#### Problem
Filter task. Return each line of the material that holds the string "distance".

#### Data in this exercise

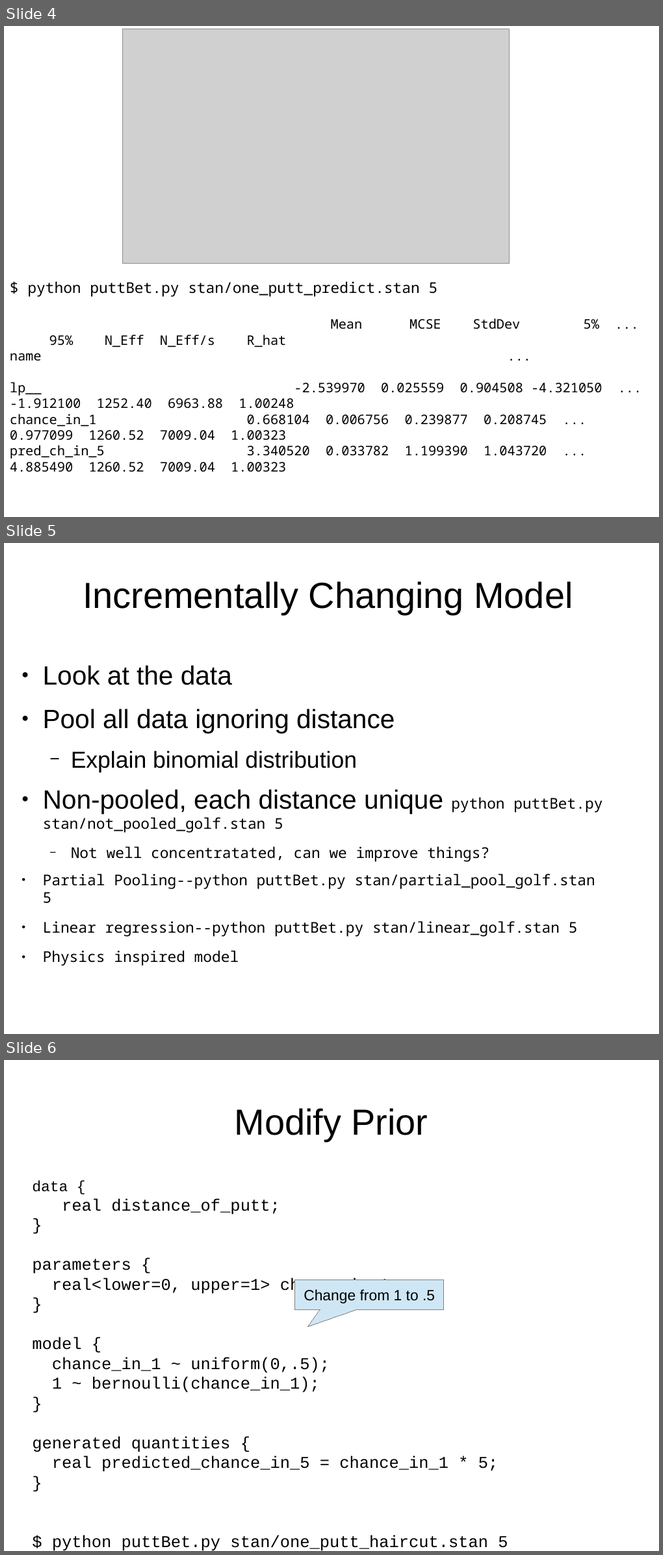
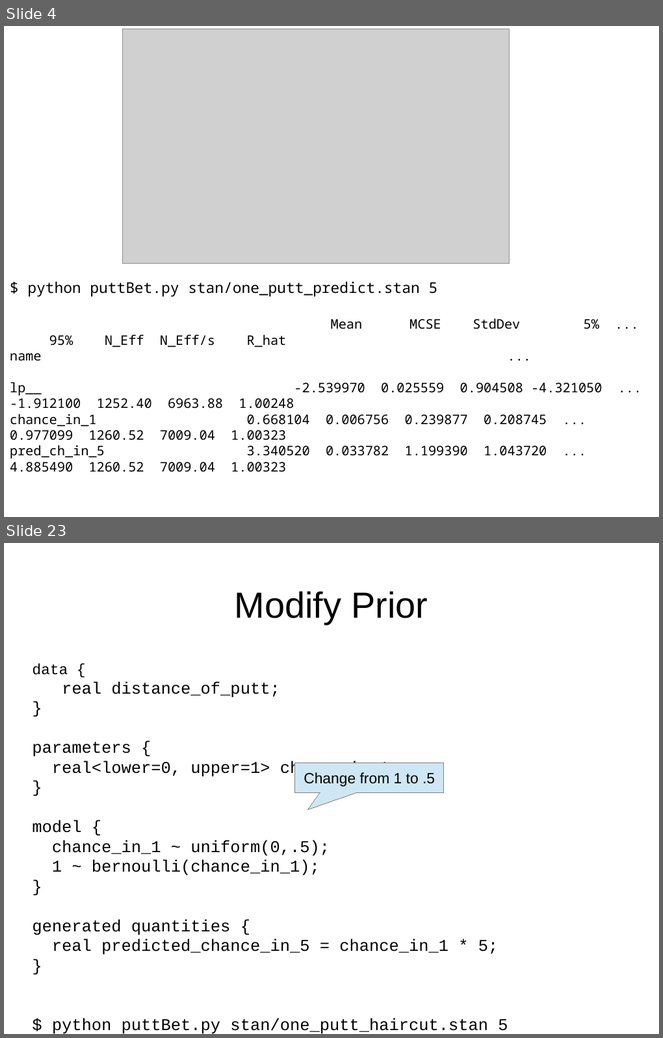
Before and after one commit to breckbaldwin/StanIsThePlanDist, a slide deck: slides/StanIsThePlanPyData2.odp. Shown one above the other, each under a label of ours: slides 4, 5 and 6 before the commit, slides 4 and 23 after it; the slides between them are not shown. The pictures are 663x1555 and 663x1038 pixels, drawn with LibreOffice and Linux fonts; fonts in the diff are those of the drawing; grey boxes stand for pictures. Boxes give left, top, right and bottom in pixels: in the first picture for what was removed or moved away, otherwise in the second. Text is boxed around its words. In the diff, an @@ line names an element or a change of style, - is before the commit and + after.

```diff
--- a/slides/StanIsThePlanPyData2.odp
+++ b/slides/StanIsThePlanPyData2.odp
@@ slide 5 removed at [4,543,659,1034], background #FFFFFF @@
@@ title removed at [83,581,573,615] @@
-Incrementally Changing Model
@@ text removed at [43,665,603,966] @@
-● Look at the data
-● Pool all data ignoring distance
-  − Explain binomial distribution
-● Non-pooled, each distance unique python puttBet.py stan/not_pooled_golf.stan 5
-  − Not well concentratated, can we improve things?
-● Partial Pooling--python puttBet.py stan/partial_pool_golf.stan 5
-● Linear regression--python puttBet.py stan/linear_golf.stan 5
-● Physics inspired model
@@ what was slide 6 is now slide 23 @@
```
Also in this commit, not shown: 18 slides added, 6 other files.

#### Task solution
-● Pool all data ignoring distance
-● Non-pooled, each distance unique python puttBet.py stan/not_pooled_golf.stan 5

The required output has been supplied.